Figure 4 depicts the changes of fluid velocity with memory effects over time for 5 m, 20 m, 50 m and 100 m away from the wellbore. In the area near to wellbore, fluid velocity rises very fast and requires significant time to stabilize. The same trend can be observed for 100 m away from wellbore, however there is less velocity compared to 5 m for a particular time.
Variation of reservoir temperature
Figure 5 shows the variation of dimensionless temperature against dimensionless distance. While Figure 6 illustrates the changing of reservoir temperature with respect to distance after 1 month, 5 months,1 year and 2 years. In both figures, the temperature response decreases towards the reservoir boundary after 1 month, 5 months, 1 year and 2 years respectively.
Since hot water is injected at temperature higher than reservoir temperature, so maximum reservoir temperature is found around the wellbore and it gradually decreases to its initial reservoir temperature near to the outer boundary. After 5 month of production, the temperature reaches the initial reservoir temperature at almost 35 m from the wellbore whereas it reaches at around 55 and 70 after 1 year and 2 years of the production respectively.
Figure 7 shows the variation of dimensionless temperature against dimensionless time. While Figure 8 illustrates the changing of reservoir temperature with respect to time at 5 m, 20 m, 50 m and 100 m away from the wellbore. In both figures, the temperature response increases with time due to the heat transfer from hot water to reservoir fluid/ rock, the rate of heat transfer depends on the thermal properties of reservoir rock and fluids; also the fluid velocity has a significant role on the heat diffusion throughout the reservoir.
Usually hot water is injected at temperature higher than reservoir temperature, so sufficient time is required to achieve stability conditions between the injected water and reservoir fluids/rock, i.e. the reservoir temperature approaches to temperature of injected fluid, however, the reservoir temperature will never be equal to the temperature of injected fluid as stated in the thermodynamic. As a result, after 2 years of continuous hot water injection, the reservoir temperature increases to 510 K, 400 K, 310 K, and 305 K at locations of 5 m, 20 m, 50 m, and 100 m respectively.

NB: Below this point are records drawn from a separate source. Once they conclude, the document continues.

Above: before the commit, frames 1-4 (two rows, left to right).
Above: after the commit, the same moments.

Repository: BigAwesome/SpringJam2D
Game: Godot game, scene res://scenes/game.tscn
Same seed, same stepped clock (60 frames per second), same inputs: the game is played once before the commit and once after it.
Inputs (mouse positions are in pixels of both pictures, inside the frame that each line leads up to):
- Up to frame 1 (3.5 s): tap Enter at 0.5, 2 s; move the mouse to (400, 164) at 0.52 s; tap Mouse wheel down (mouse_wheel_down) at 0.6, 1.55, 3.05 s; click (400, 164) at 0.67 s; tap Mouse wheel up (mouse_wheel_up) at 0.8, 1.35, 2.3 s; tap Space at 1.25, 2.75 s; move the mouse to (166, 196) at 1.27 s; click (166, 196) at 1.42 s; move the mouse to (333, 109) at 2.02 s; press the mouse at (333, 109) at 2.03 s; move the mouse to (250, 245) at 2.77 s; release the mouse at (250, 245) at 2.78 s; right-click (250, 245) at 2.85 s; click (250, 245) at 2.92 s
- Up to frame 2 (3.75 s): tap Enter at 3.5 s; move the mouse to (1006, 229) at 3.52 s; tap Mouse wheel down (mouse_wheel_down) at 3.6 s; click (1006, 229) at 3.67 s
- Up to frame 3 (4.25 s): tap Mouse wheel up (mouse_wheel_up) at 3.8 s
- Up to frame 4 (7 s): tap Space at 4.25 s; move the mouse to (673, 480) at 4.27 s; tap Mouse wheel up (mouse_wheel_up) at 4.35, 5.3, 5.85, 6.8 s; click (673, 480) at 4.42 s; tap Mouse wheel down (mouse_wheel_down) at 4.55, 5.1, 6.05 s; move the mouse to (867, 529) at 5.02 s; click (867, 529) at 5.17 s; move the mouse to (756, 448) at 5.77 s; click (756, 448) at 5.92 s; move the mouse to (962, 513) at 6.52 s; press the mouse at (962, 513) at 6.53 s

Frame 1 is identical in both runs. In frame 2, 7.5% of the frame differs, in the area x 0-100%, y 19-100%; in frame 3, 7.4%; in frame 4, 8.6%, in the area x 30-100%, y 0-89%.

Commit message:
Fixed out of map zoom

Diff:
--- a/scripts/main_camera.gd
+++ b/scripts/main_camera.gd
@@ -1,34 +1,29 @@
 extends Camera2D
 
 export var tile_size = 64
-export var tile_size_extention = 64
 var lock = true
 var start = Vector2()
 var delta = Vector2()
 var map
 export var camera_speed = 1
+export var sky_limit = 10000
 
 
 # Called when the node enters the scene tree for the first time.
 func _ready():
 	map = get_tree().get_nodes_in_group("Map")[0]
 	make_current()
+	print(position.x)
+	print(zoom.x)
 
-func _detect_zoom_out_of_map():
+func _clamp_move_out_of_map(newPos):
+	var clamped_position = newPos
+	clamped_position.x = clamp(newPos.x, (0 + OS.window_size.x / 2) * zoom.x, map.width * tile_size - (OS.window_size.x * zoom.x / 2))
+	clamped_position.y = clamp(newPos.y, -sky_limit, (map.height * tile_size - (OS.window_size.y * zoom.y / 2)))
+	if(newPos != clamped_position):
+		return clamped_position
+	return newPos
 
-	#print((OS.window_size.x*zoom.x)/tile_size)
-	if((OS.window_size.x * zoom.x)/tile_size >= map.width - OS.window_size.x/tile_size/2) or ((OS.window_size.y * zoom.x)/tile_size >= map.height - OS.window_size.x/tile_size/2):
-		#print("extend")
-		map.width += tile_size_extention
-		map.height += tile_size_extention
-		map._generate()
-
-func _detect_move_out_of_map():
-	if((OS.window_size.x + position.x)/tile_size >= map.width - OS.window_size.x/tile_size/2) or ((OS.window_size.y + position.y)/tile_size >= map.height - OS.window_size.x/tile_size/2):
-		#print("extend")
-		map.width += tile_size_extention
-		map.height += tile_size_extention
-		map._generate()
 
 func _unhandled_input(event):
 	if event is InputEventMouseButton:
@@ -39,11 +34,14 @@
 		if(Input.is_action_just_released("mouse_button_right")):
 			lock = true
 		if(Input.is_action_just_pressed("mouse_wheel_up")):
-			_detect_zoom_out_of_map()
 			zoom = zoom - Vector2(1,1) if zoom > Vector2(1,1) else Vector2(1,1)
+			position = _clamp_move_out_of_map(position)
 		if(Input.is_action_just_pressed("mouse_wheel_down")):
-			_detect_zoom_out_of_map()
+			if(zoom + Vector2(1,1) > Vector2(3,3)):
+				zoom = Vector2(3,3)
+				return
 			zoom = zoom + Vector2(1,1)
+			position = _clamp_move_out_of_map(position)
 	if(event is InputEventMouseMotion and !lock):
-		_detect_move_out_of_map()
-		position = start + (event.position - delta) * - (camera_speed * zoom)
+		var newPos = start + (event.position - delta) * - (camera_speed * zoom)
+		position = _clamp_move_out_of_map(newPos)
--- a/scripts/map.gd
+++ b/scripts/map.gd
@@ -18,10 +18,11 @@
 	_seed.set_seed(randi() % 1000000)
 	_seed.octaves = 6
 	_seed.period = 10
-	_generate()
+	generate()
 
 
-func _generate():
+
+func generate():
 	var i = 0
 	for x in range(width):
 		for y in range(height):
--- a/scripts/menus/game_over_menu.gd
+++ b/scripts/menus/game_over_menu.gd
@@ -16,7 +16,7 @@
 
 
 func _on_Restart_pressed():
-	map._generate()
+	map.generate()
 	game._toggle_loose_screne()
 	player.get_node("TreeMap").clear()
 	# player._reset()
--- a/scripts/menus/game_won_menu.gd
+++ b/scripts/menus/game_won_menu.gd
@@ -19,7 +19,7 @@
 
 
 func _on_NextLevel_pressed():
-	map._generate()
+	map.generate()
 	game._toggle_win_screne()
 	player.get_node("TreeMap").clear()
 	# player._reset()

The temperature propagation due to thermal flooding process was investigated based on the implementation of memory concept, a numerical solution of the mathematical models which was developed by Hossain et al. is proposed. Results show that, the distribution of reservoir temperature with respect to time and distance can be estimated by coupling the memory-based equation and the mathematical tool which were developed by Hossain et al., in addition, it can be concluded that, the fluid velocity, time and the rheological properties, have important effects on the temperature distributions throughout the reservoir. In future, the results of the numerical solution can be integrated with lab experiment results to predict performance of thermal flooding process and better understanding of reservoir management.
The authors are grateful for the support and guidance received from the Deanship of Scientific Research (DSR) at King Fahd University of Petroleum & Minerals (KFUPM).